When batching is enabled the table name is resolved from the first message in each batch. All messages in the same batch are written to that table.

Common
Advanced

outputs:
  label: ""
  gcp_bigquery_write_api:
    project: ""
    dataset: "" # No default (required)
    table: "" # No default (required)
    message_format: json
    change_type: "" # No default (optional)
    change_sequence_number: "" # No default (optional)
    primary_keys: [] # No default (optional)
    max_in_flight: 4
    batching:
      count: 0
      byte_size: 0
      period: ""
      check: ""
      processors: [] # No default (optional)
    credentials_json: ""

outputs:
  label: ""
  gcp_bigquery_write_api:
    project: ""
    dataset: "" # No default (required)
    table: "" # No default (required)
    message_format: json
    write_mode: default_stream
    change_type: "" # No default (optional)
    change_sequence_number: "" # No default (optional)
    primary_keys: [] # No default (optional)
    auto_create_table: false
    schema: []
    time_partitioning:
      type: "" # No default (optional)
      field: ""
      expiration: 0s
      require_filter: false
    clustering: []
    max_in_flight: 4
    batching:
      count: 0
      byte_size: 0
      period: ""
      check: ""
      processors: [] # No default (optional)
    credentials_json: ""
    target_principal: ""
    delegates: []
    stream_idle_timeout: 5m
    stream_sweep_interval: 1m
    max_cached_streams: 1024
    schema_resolve_timeout: 15s
    schema_evolution_timeout: 30s
    endpoint:
      http: ""
      grpc: ""

Fields

`auto_create_table`

If true and the target table does not exist, the output creates it using the configured schema, time_partitioning, and clustering. AlreadyExists errors from concurrent creators are treated as success. When the table name is interpolated, every auto-created table receives the same schema and partition/clustering settings.

Type: bool

Default: false

`batching`

Allows you to configure a batching policy.

Type: object

# Examples:
batching:
  byte_size: 5000
  count: 0
  period: 1s

# ---

batching:
  count: 10
  period: 1s

# ---

batching:
  check: this.contains("END BATCH")
  count: 0
  period: 1m

`batching.byte_size`

An amount of bytes at which the batch should be flushed. If 0 disables size based batching.

Type: int

Default: 0

`batching.check`

A Bloblang query that should return a boolean value indicating whether a message should end a batch.

Type: string

Default: ""

# Examples:
check: this.type == "end_of_transaction"

`batching.count`

A number of messages at which the batch should be flushed. If 0 disables count based batching.

Type: int

Default: 0

`batching.period`

A period in which an incomplete batch should be flushed regardless of its size.

Type: string

Default: ""

# Examples:
period: 1s

# ---

period: 1m

# ---

period: 500ms

`batching.processors[]`

A list of processors to apply to a batch as it is flushed. This allows you to aggregate and archive the batch however you see fit. Please note that all resulting messages are flushed as a single batch, therefore splitting the batch into smaller batches using these processors is a no-op.

Type: processor

# Examples:
processors:
  - archive:
      format: concatenate


# ---

processors:
  - archive:
      format: lines


# ---

processors:
  - archive:
      format: json_array

`change_sequence_number`

Optional Bloblang expression resolving to the _CHANGE_SEQUENCE_NUMBER pseudo-column value. Format: 1 to 4 sections of 1 to 16 hexadecimal characters each, separated by /. Example: ${! metadata("scn") } or ${! "0/0/0/0" }. When unset, BigQuery resolves ordering by arrival time.

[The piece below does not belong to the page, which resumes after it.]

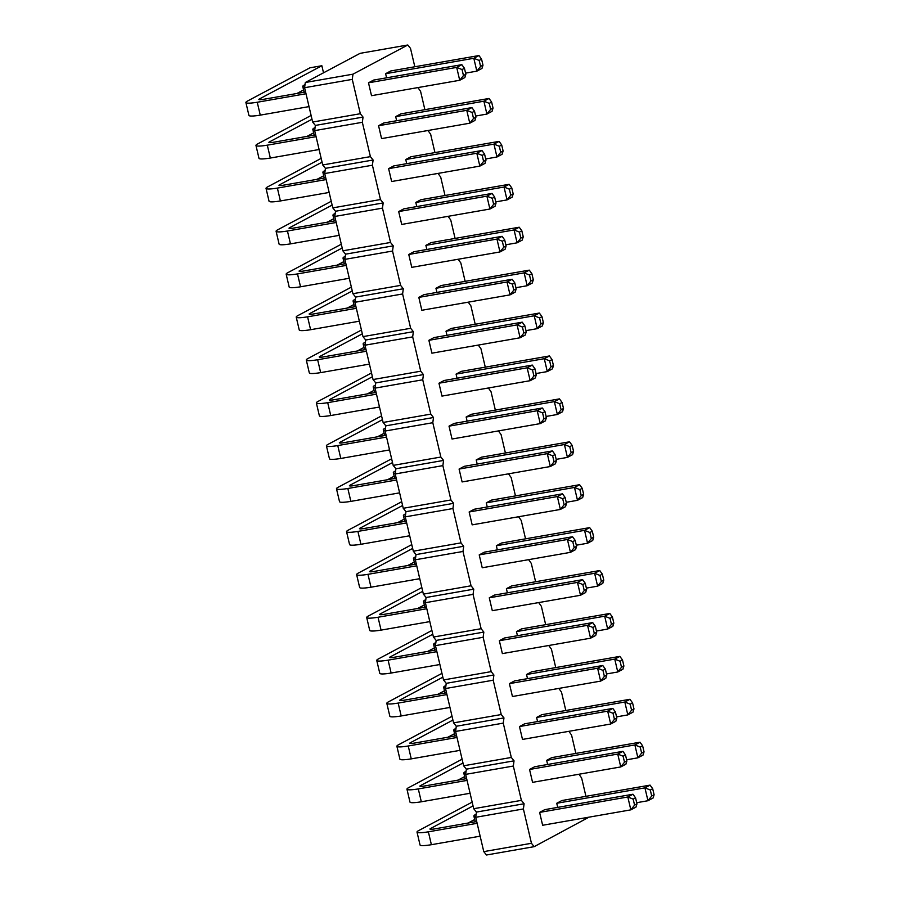 <?xml version="1.0" encoding="UTF-8"?>
<svg xmlns="http://www.w3.org/2000/svg" width="900" height="900" viewBox="0 0 900 900"><rect width="100%" height="100%" fill="white"/><g stroke="black" fill="none" stroke-linecap="round" stroke-linejoin="round"><path stroke-width="1.35" d="M589.016 817.155L534.161 846.664L531.45 843.289L523.395 808.954L524.104 803.756L521.381 800.37L473.704 808.706L465.649 774.371L466.358 769.163L463.635 765.788L455.591 731.452L456.289 726.255L453.577 722.869L445.522 688.534L446.231 683.336L443.509 679.95L435.454 645.626L436.162 640.418L433.44 637.043L425.385 602.707L426.094 597.499L423.371 594.124L415.327 559.789L416.025 554.591L413.314 551.205L405.259 516.87L405.968 511.673L403.245 508.286L395.19 473.963L395.899 468.754L393.176 465.379L385.121 431.044L385.83 425.835L383.108 422.46L375.064 388.125L375.761 382.916L373.05 379.541L364.995 345.206L365.704 340.009L362.981 336.623L354.926 302.287L355.635 297.09L352.912 293.704L344.858 259.38L345.566 254.171L342.844 250.796L334.8 216.461L335.498 211.252L332.786 207.877L324.731 173.542L325.44 168.345L322.718 164.959L314.662 130.624L315.371 125.426L312.649 122.04L304.594 87.716L305.303 82.508L360.113 53.336L407.79 45L410.501 48.375L414.821 66.758M524.104 803.756L476.426 812.081L473.704 808.706M521.381 800.37L513.326 766.035L514.035 760.837L511.312 757.451L503.257 723.127L503.966 717.919L501.244 714.544L493.2 680.209L493.897 675L491.186 671.625L483.131 637.29L483.84 632.092L481.118 628.706L473.062 594.371L473.771 589.174L471.049 585.788L462.994 551.464L463.702 546.255L460.98 542.88L452.936 508.545L453.634 503.336L450.923 499.961L442.868 465.626L443.576 460.418L440.854 457.043L432.799 422.707L433.507 417.51L430.785 414.124L422.73 379.789L423.439 374.591L420.728 371.205L412.673 336.881L413.37 331.673L410.659 328.298L402.604 293.963L403.312 288.754L400.59 285.379L392.535 251.044L393.244 245.846L390.521 242.46L382.466 208.125L383.175 202.928L380.464 199.541L372.409 165.218L373.106 160.009L370.395 156.634L362.34 122.299L363.049 117.09L360.326 113.715L352.271 79.38L352.98 74.171L407.79 45M578.947 774.248L581.625 777.96L585.934 796.331M568.89 731.329L571.556 735.041L575.865 753.413M558.821 688.41L561.499 692.123L565.808 710.505M548.752 645.491L551.43 649.204L555.739 667.586M538.684 602.584L541.361 606.296L545.67 624.668M528.626 559.665L531.293 563.377L535.613 581.749M518.558 516.746L521.235 520.459L525.544 538.841M508.489 473.827L511.166 477.54L515.475 495.923M498.42 430.909L501.098 434.621L505.406 453.004M488.363 388.001L491.029 391.714L495.349 410.085M478.294 345.082L480.971 348.795L485.28 367.166M468.225 302.164L470.902 305.876L475.211 324.259M458.156 259.245L460.834 262.957L465.142 281.34M448.099 216.338L450.765 220.05L455.085 238.421M438.03 173.419L440.707 177.131L445.016 195.502M427.961 130.5L430.639 134.213L434.947 152.595M417.892 87.581L420.57 91.294L424.879 109.676M496.339 545.771L584.55 530.359L589.68 527.625L501.48 543.038L496.339 545.771L497.306 549.9M486.281 502.864L574.481 487.451L579.611 484.706L491.411 500.119L486.281 502.864L487.249 506.981M476.213 459.945L564.413 444.532L569.554 441.799L481.354 457.211L476.213 459.945L477.18 464.062M456.075 374.108L544.286 358.695L549.416 355.961L461.216 371.374L456.075 374.108L457.043 378.225M466.144 417.026L554.344 401.614L559.485 398.88L471.285 414.293L466.144 417.026L467.111 421.144M449.021 426.15L452.036 439.02L540.236 423.608L545.377 420.874L546.379 417.611L544.972 411.604L542.363 407.993L454.162 423.405L449.021 426.15L537.221 410.738L542.363 407.993M464.22 466.324L459.09 469.058L462.105 481.939L550.305 466.526L555.446 463.793L556.447 460.53L554.051 461.801L550.305 466.526L547.29 453.645L552.42 450.911L464.22 466.324M479.216 554.895L482.231 567.765L570.442 552.352L575.572 549.619L576.574 546.356L575.168 540.349L572.558 536.749L484.358 552.161L479.216 554.895L567.416 539.483L572.558 536.749M469.147 511.976L472.174 524.858L560.374 509.445L565.515 506.7L566.516 503.449L565.099 497.441L562.489 493.83L474.289 509.243L469.147 511.976L557.347 496.564L562.489 493.83M444.094 380.498L438.952 383.231L441.968 396.101L530.179 380.689L535.309 377.955L536.31 374.692L533.914 375.975L530.179 380.689L527.153 367.819L532.294 365.085L444.094 380.498M388.62 168.649L391.646 181.519L479.846 166.106L484.988 163.373L485.989 160.11L484.571 154.102L481.961 150.502L393.761 165.915L388.62 168.649L476.82 153.236L481.961 150.502M405.754 159.525L493.954 144.112L499.095 141.379L410.884 156.791L405.754 159.525L406.721 163.654M398.689 211.567L401.704 224.438L489.915 209.025L495.045 206.291L496.046 203.029L494.64 197.021L492.03 193.421L403.83 208.834L398.689 211.567L486.889 196.155L492.03 193.421M415.811 202.444L504.022 187.031L509.152 184.297L420.952 199.71L415.811 202.444L416.779 206.561M435.949 288.281L524.149 272.869L529.29 270.135L441.09 285.548L435.949 288.281L436.916 292.399M418.826 297.394L421.841 310.275L510.041 294.863L515.183 292.118L516.184 288.866L513.788 290.137L510.041 294.863L507.026 281.981L512.156 279.248L423.956 294.66L418.826 297.394L507.026 281.981L512.381 284.13L513.788 290.137M425.88 245.362L514.08 229.95L519.221 227.216L431.021 242.629L425.88 245.362L426.848 249.48M408.757 254.475L411.772 267.356L499.973 251.944L505.114 249.21L506.115 245.947L504.709 239.94L502.099 236.329L413.899 251.741L408.757 254.475L496.957 239.062L502.099 236.329M446.017 331.2L534.217 315.787L539.359 313.043L451.147 328.455L446.017 331.2L446.985 335.317M428.884 340.312L431.91 353.183L520.11 337.77L525.251 335.036L526.252 331.785L524.835 325.766L522.225 322.166L434.025 337.579L428.884 340.312L517.084 324.9L522.225 322.166M519.48 726.559L522.495 739.429L610.706 724.016L615.836 721.283L616.837 718.031L615.431 712.012L612.821 708.413L524.621 723.825L519.48 726.559L607.68 711.146L612.821 708.413M536.602 717.446L624.814 702.023L629.944 699.289L541.744 714.701L536.602 717.446L537.57 721.564M509.411 683.64L512.438 696.521L600.637 681.109L605.779 678.364L606.78 675.113L605.363 669.105L602.752 665.494L514.553 680.906L509.411 683.64L597.611 668.227L602.752 665.494M526.545 674.528L614.745 659.115L619.875 656.381L531.675 671.794L526.545 674.528L527.512 678.645M506.407 588.69L594.607 573.278L599.749 570.544L511.549 585.956L506.407 588.69L507.375 592.808M494.426 595.08L489.285 597.814L492.3 610.684L580.5 595.271L585.641 592.538L586.643 589.275L584.246 590.558L580.5 595.271L577.485 582.401L582.626 579.656L494.426 595.08M499.354 640.721L502.369 653.602L590.569 638.19L595.71 635.456L596.711 632.194L595.305 626.186L592.684 622.575L504.484 637.988L499.354 640.721L587.554 625.309L592.684 622.575M516.476 631.609L604.676 616.196L609.817 613.462L521.618 628.875L516.476 631.609L517.444 635.726M539.618 812.396L542.632 825.266L630.832 809.854L635.974 807.12L636.975 803.857L635.569 797.85L632.947 794.239L544.748 809.651L539.618 812.396L627.817 796.984L632.947 794.239M556.74 803.273L644.94 787.86L650.081 785.126L561.881 800.539L556.74 803.273L557.707 807.39M546.671 760.354L634.871 744.941L640.012 742.207L551.812 757.62L546.671 760.354L547.639 764.471M529.549 769.477L532.564 782.347L620.764 766.935L625.905 764.201L626.906 760.939L625.5 754.931L622.89 751.331L534.69 766.744L529.549 769.477L617.749 754.065L622.89 751.331M385.616 73.699L473.816 58.286L478.957 55.553L390.757 70.965L385.616 73.699L386.584 77.816M368.494 82.811L371.509 95.692L459.709 80.28L464.85 77.546L465.851 74.284L464.445 68.276L461.835 64.665L373.635 80.078L368.494 82.811L456.694 67.399L461.835 64.665M383.692 122.996L378.562 125.73L381.577 138.611L469.777 123.199L474.919 120.454L475.92 117.203L473.524 118.474L469.777 123.199L466.762 110.317L471.892 107.584L383.692 122.996M395.685 116.617L483.885 101.205L489.026 98.46L400.826 113.884L395.685 116.617L396.652 120.735M523.395 808.954L475.718 817.29L476.426 812.081M513.326 766.035L465.649 774.371M534.161 846.664L486.495 855L483.772 851.625L475.718 817.29M352.98 74.171L305.303 82.508M352.271 79.38L304.594 87.716M360.326 113.715L312.649 122.04M363.049 117.09L315.371 125.426M362.34 122.299L314.662 130.624M370.395 156.634L322.718 164.959M373.106 160.009L325.44 168.345M372.409 165.218L324.731 173.542M380.464 199.541L332.786 207.877M383.175 202.928L335.498 211.252M382.466 208.125L334.8 216.461M390.521 242.46L342.844 250.796M393.244 245.846L345.566 254.171M392.535 251.044L344.858 259.38M400.59 285.379L352.912 293.704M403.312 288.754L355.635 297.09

This field supports interpolation functions.

Type: string

`change_type`

Bloblang expression resolving to the _CHANGE_TYPE pseudo-column value for each row. Must resolve to UPSERT or DELETE (case-insensitive). Required when write_mode is upsert or upsert_delete. Example: ${! metadata("operation") }.

This field supports interpolation functions.

Type: string

`clustering[]`

Optional clustering columns (up to 4) applied during auto_create_table. All names must appear in schema.

Type: array

Default: []

`credentials_json`

An optional JSON string containing GCP credentials. If empty, credentials are loaded from the environment.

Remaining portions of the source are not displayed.